Surviving an Authoritarian Boss

Chances are that you’ve had one before or you have one right now: The Authoritarian Boss. But how do you distinguish an authoritarian boss from a regular one? And, if you are stuck with an authoritarian boss, how do you survive?


Authoritarians are the bosses who lay down orders like laws, refuse to be contradicted, require constant admiration, and will do anything to snag credit. If they’re ever challenged, they respond with rage. And, somehow, they tend to be managers, are difficult to work around, and are even more difficult to get rid of.

However, managerial misfortunes can cost firms major money. The reason? The smartest, most skilled employees tend to become frustrated with their managers and eventually leave. This can cost a company a lot as they go through a search process and train a replacement.

Some businesses will mitigate the impact of an authoritarian boss by placing a secondary manager close to them to play the role of “the nice guy.” However, while this person can sometimes lessen the blows of an authoritarian and be a resource to employees, they shouldn’t be completely trusted.

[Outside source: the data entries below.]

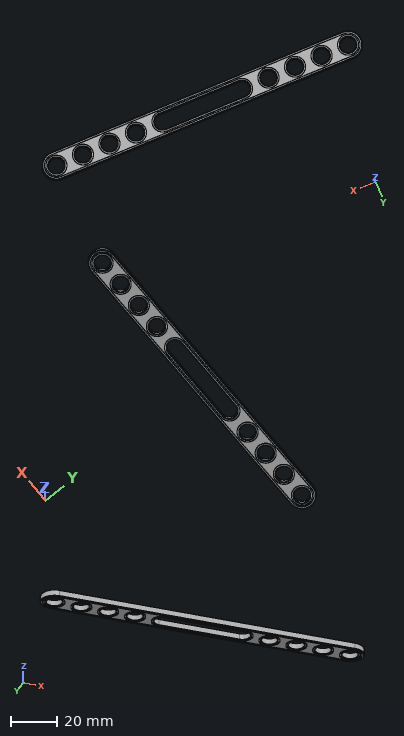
import cadquery as cq

length = 150.0
pitch = length / 12
width = pitch
thickness = 3.2

hole_diameter = 7.0
ring_diameter = 9.2
holes_per_side = 4
first_hole_x = 2.5 * pitch
slot_end_x = 1.5 * pitch

border_width = 1.0
panel_depth = 0.3

edge_bevel = 0.3


def opening_plugs(diameter):
    """Full-height plugs of one diameter at every hole and along the central slot."""
    hole_xs = [first_hole_x + index * pitch for index in range(holes_per_side)]
    hole_centres = [(side * x, 0) for side in (-1, 1) for x in hole_xs]
    holes = cq.Workplane("XY").pushPoints(hole_centres).circle(diameter / 2)
    slot = cq.Workplane("XY").slot2D(2 * slot_end_x + diameter, diameter)
    return slot.extrude(thickness / 2, both=True).union(holes.extrude(thickness / 2, both=True))


def make_strip():
    """Round-ended strip centred on Z = 0, with its openings cut and its edges bevelled."""
    strip = cq.Workplane("XY").slot2D(length, width).extrude(thickness / 2, both=True)
    strip = strip.cut(opening_plugs(hole_diameter))
    return strip.faces("|Z").chamfer(edge_bevel)


def make_panel_recess():
    """Cutter for the upper panel; it leaves the border and the rings at full height."""
    panel = cq.Workplane("XY").workplane(offset=thickness / 2 - panel_depth)
    panel = panel.slot2D(length - 2 * border_width, width - 2 * border_width).extrude(panel_depth)
    return panel.cut(opening_plugs(ring_diameter))


upper_recess = make_panel_recess()
lower_recess = upper_recess.mirror("XY")

result = make_strip().cut(upper_recess).cut(lower_recess)

Anything you tell them will be delivered back to the other manager; after all, they are a team.

While surviving an authoritarian manager can be challenging, it is possible. To avoid having credit for your work stolen, keep excellent records of your ideas and accomplishments at home (not in the office) and have them ready at performance reviews. But records alone aren’t enough—you also need a solid network of advocates within the office who know what you contribute. Develop as many relationships as possible with other senior managers.

You might think that since authoritarians demand hard work, giving your all to the job will save you. However, in doing this, you may actually paint a target on your back. Authoritarians don’t respond well to perceived threats, and most of the time they are also narcissists who demand constant praise and hate to have the spotlight stolen. Work hard, but again, invest in a network of allies within management.

The best way to live with a difficult boss is to mentally unplug. Look at the situation as if you were studying it. Do what you can to learn as much as possible about what makes authoritarians successful without becoming one. You can always learn something important, and that has value.